Using coordinates as targets¶
With sklearn-xarray you can easily point an sklearn estimator to a
coordinate in an xarray DataArray or Dataset in order to use it as a target
for supervised learning. This is achieved with a Target object:
>>> from sklearn_xarray import wrap, Target
>>> from sklearn_xarray.datasets import load_digits_dataarray
>>> from sklearn.linear_model.logistic import LogisticRegression
>>>
>>> X = load_digits_dataarray()
>>> y = Target(coord='digit')(X)
>>> X
<xarray.DataArray (sample: 1797, feature: 64)>
array([[ 0., 0., 5., ..., 0., 0., 0.],
[ 0., 0., 0., ..., 10., 0., 0.],
[ 0., 0., 0., ..., 16., 9., 0.],
...,
[ 0., 0., 1., ..., 6., 0., 0.],
[ 0., 0., 2., ..., 12., 0., 0.],
[ 0., 0., 10., ..., 12., 1., 0.]])
Coordinates:
* sample (sample) int64 0 1 2 3 4 5 6 ... 1790 1791 1792 1793 1794 1795 1796
* feature (feature) int64 0 1 2 3 4 5 6 7 8 9 ... 55 56 57 58 59 60 61 62 63
digit (sample) int64 0 1 2 3 4 5 6 7 8 9 0 1 ... 7 9 5 4 8 8 4 9 0 8 9 8
>>> y
sklearn_xarray.Target with data:
<xarray.DataArray 'digit' (sample: 1797)>
array([0, 1, 2, ..., 8, 9, 8])
Coordinates:
* sample (sample) int64 0 1 2 3 4 5 6 ... 1790 1791 1792 1793 1794 1795 1796
digit (sample) int64 0 1 2 3 4 5 6 7 8 9 0 1 ... 7 9 5 4 8 8 4 9 0 8 9 8
The target can point to any DataArray or Dataset that contains the specified coordinate, simply by calling the target with the Dataset/DataArray as an argument. When you construct a target without specifying a coordinate, the target data will be the Dataset/DataArray itself.

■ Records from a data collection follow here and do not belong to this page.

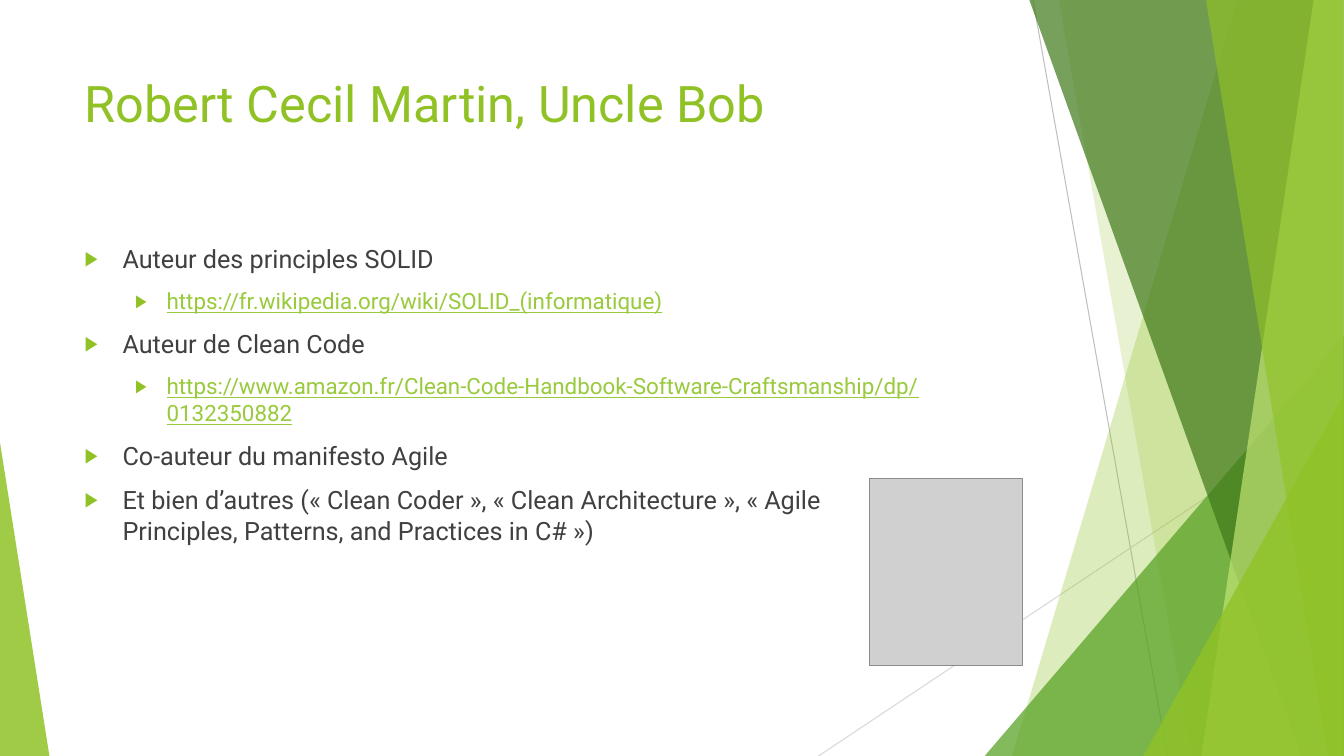
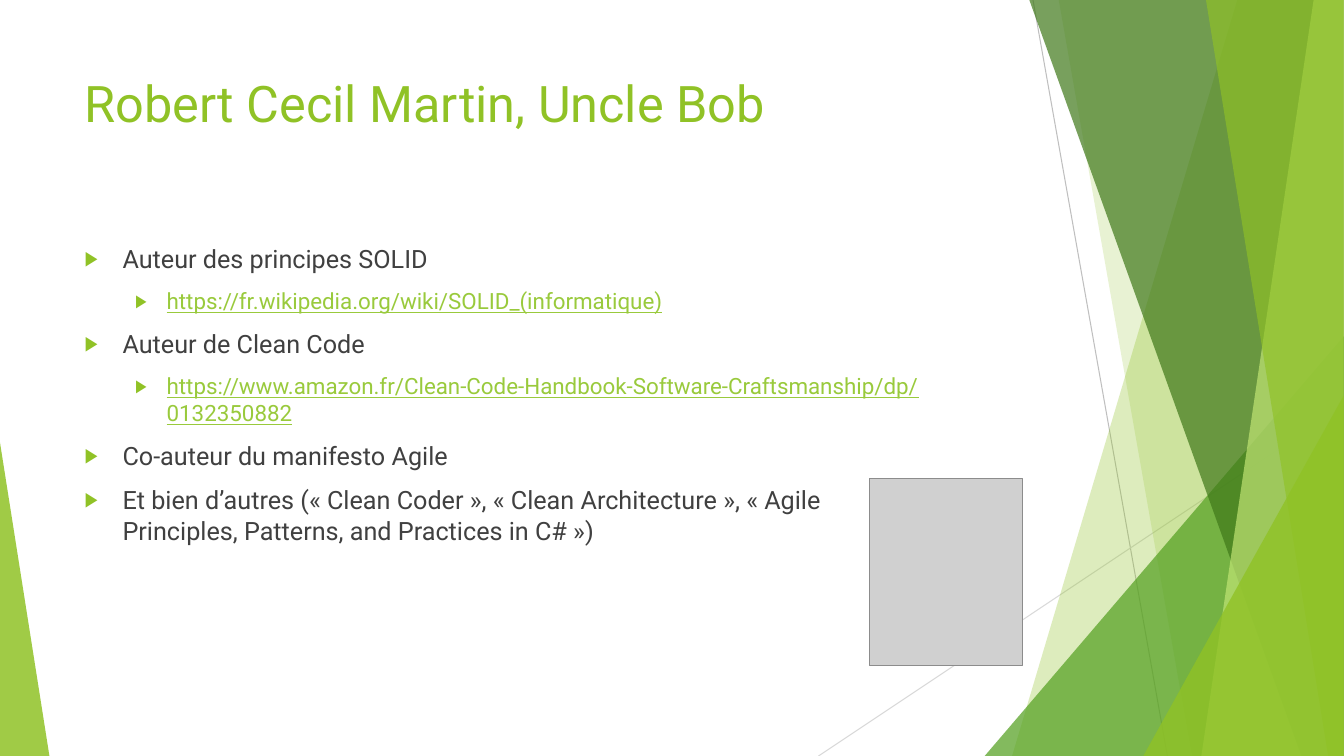
Before and after one commit to worming004/SimpleIsNotEasy, a slide deck: slide 6 of PPT/Easy != Simple.pptx. Drawn at 1344x756 pixels with LibreOffice and Linux fonts; fonts in the diff are those of the drawing; grey boxes stand for pictures. Boxes give left, top, right and bottom in pixels: in the first picture for what was removed or moved away, otherwise in the second. Text is boxed around its words. In the diff, an @@ line names an element or a change of style, - is before the commit and + after.

```diff
--- a/PPT/Easy != Simple.pptx
+++ b/PPT/Easy != Simple.pptx
@@ text at (123,249,427,273): text changed @@
-▶ Auteur des principles SOLID
+▶ Auteur des principes SOLID
```
Also in this commit, not shown: 13 other slides changed.
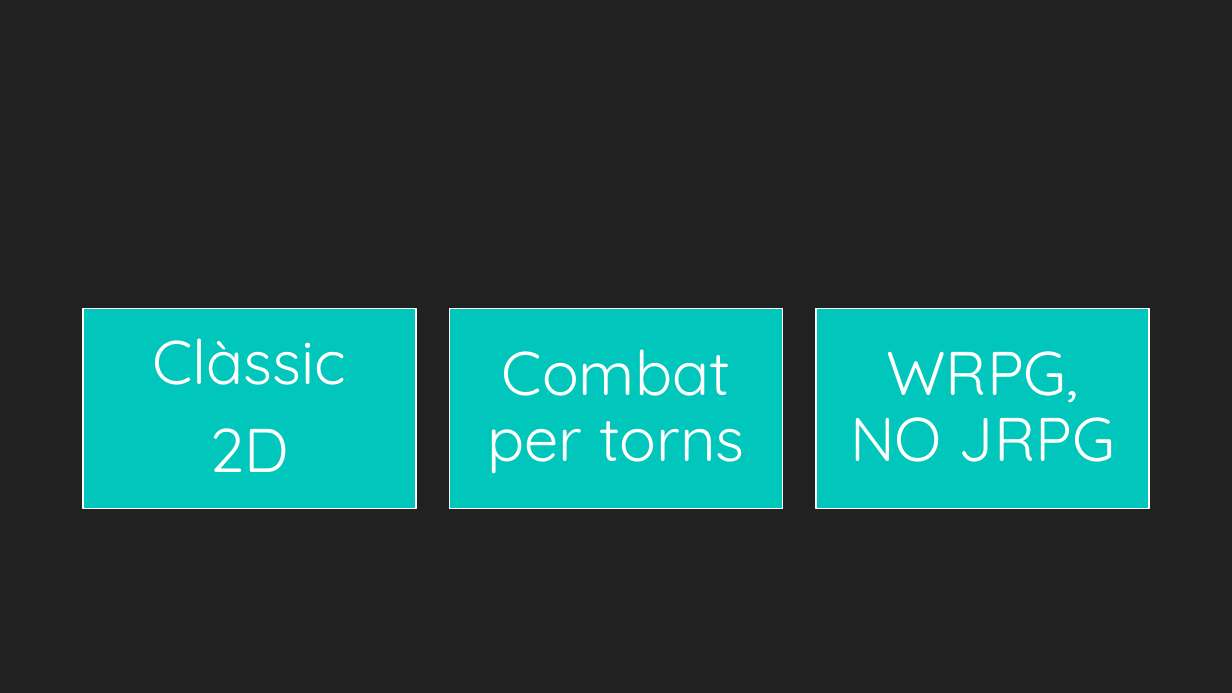
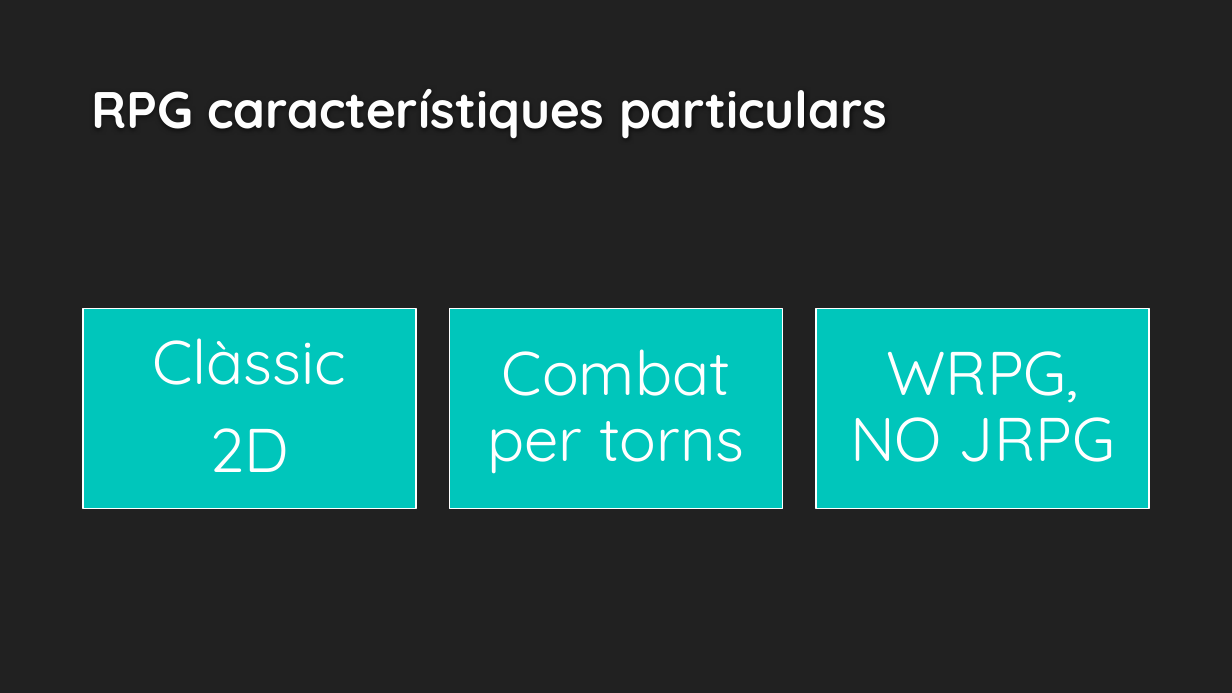
Before and after one commit to davidlopez3D/project_darkestvalley, a slide deck: slide 5 of Presentació/Darkest Valley.pptx (slide 4 before the commit). Drawn at 1232x693 pixels with LibreOffice and Linux fonts; fonts in the diff are those of the drawing; background and template pictures are left out. Boxes give left, top, right and bottom in pixels: in the first picture for what was removed or moved away, otherwise in the second. Text is boxed around its words. In the diff, an @@ line names an element or a change of style, - is before the commit and + after.

```diff
--- a/Presentació/Darkest Valley.pptx
+++ b/Presentació/Darkest Valley.pptx
@@ title added at box(91, 89, 888, 138), 40 pt, text #FEFEFE, bold @@
+RPG característiques particulars
```
Also in this commit, not shown: 4 other slides changed, 1 slide added, 30 other files.

The Target object can be used as a target for a wrapped estimator in accordance with sklearn’s usual syntax:
>>> wrapper = wrap(LogisticRegression())
>>> wrapper.fit(X, y)
EstimatorWrapper(...)
>>> wrapper.score(X, y)
1.0
Note
You don’t have to assign the Target to any data, the wrapper’s fit method
will automatically call y(X).
Pre-processing¶
In some cases, it is necessary to pre-process the coordinate before it can be
used as a target. For this, the constructor takes a transform_func parameter
which can be used with the fit_transform method of transformers in
sklearn.preprocessing (and also any other object implementing the sklearn
transformer interface):
>>> from sklearn.neural_network import MLPClassifier
>>> from sklearn.preprocessing import LabelBinarizer
>>>
>>> y = Target(coord='digit', transform_func=LabelBinarizer().fit_transform)(X)
>>> wrapper = wrap(MLPClassifier())
>>> wrapper.fit(X, y)
EstimatorWrapper(...)
Indexing¶
A Target object can be indexed in the same way as the underlying
coordinate and interfaces with numpy by providing an __array__
attribute which returns numpy.array() of the (transformed) coordinate.
Multi-dimensional coordinates¶
In some cases, the target coordinates span multiple dimensions, but the
transformer expects a lower-dimensional input. With the dim parameter of
the Target class you can specify which of the dimensions to keep.
You can also specify the callable reduce_func to perform the reduction of
the other dimensions (e.g. numpy.mean). Otherwise, the coordinate will
be reduced to the first element along each dimension that is not dim.
Lazy evaluation¶
When you construct a target with a transformer and lazy=True, the
transformation will only be performed when the target’s data is actually
accessed. This can significantly improve performance when working with large
datasets in a pipeline, because the target is assigned in each step of the
pipeline.
Note
When you index a target with lazy evaluation, the transformation is
performed regardless of whether lazy was set.